Her work is informed by questions of grievability, fragility, and affective encounter, examining whose lives are recognised as visible, valuable, and mournable within contemporary culture. Through processes of repetition, accumulation, and serial casting, she mobilises bones, domestic artefacts, architectural references, and symbolic materials to create immersive sculptural environments that negotiate tensions between beauty and disturbance, intimacy, and unease.


Addressing themes including forced migration, climate crisis, pandemic isolation, colonial legacies, and structural violence, de Courcy’s installations seek not to illustrate political realities but create spaces in which viewers engage emotionally, physically, and ethically with questions of transience, loss, and human value. Her work invites viewers into spaces of reflection, discomfort, and ethical proximity, where material form becomes a means of engaging with shared human vulnerability.


Originally trained and employed as a medical doctor, de Courcy’s movement into fine art practice following illness profoundly shapes her conceptual and methodological framework. The intersecting perspectives of clinician, patient, and artist inform an ongoing enquiry into bodily fragility, institutional power, and the lived experience of uncertainty and dependency. Her medical background contributes not only thematic content but also a critical sensitivity to the ways bodies are regulated, categorised, protected, or rendered expendable within social systems.

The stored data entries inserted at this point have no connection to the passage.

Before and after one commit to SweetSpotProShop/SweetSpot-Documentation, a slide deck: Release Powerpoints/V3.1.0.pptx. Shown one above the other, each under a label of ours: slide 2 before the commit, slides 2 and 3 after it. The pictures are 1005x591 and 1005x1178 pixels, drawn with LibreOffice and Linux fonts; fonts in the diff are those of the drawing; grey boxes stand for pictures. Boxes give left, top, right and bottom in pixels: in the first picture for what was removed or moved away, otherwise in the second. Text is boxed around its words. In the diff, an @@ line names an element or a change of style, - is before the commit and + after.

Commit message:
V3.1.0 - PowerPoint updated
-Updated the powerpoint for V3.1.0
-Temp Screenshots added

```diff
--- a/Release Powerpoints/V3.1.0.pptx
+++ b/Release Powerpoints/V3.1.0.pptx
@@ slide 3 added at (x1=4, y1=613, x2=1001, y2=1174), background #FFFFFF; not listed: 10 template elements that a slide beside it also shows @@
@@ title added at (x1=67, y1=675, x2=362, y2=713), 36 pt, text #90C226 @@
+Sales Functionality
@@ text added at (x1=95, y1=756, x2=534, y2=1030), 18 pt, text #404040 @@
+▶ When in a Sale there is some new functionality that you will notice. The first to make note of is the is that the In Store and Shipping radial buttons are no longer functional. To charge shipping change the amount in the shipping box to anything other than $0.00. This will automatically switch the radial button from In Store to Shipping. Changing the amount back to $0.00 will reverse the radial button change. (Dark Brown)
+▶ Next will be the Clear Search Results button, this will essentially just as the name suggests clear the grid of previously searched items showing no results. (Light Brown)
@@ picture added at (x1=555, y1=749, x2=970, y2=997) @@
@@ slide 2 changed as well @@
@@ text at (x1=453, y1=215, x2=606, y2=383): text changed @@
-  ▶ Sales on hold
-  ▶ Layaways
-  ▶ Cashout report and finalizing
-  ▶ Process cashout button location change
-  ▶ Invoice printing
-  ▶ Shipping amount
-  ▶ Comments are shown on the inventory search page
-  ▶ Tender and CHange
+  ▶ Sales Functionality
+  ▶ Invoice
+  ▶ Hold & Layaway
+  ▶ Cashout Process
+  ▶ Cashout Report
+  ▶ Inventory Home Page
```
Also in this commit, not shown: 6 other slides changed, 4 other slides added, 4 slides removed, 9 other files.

She holds a BA (Hons) in Fine Art and an MFA with Distinction from UCA Farnham and is a Member of the Royal Society of Sculptors. Her work has been featured in Flux Review, Artist Talk Magazine, and Articulate Magazine. She has exhibited nationally and internationally, including exhibitions in Venice and throughout the UK, with presentations at the Royal Society of Sculptors, Saatchi Gallery, Ovada Oxford, Fresh Air Sculpture, and Tŷ Pawb, where she received the People’s Prize in 2023.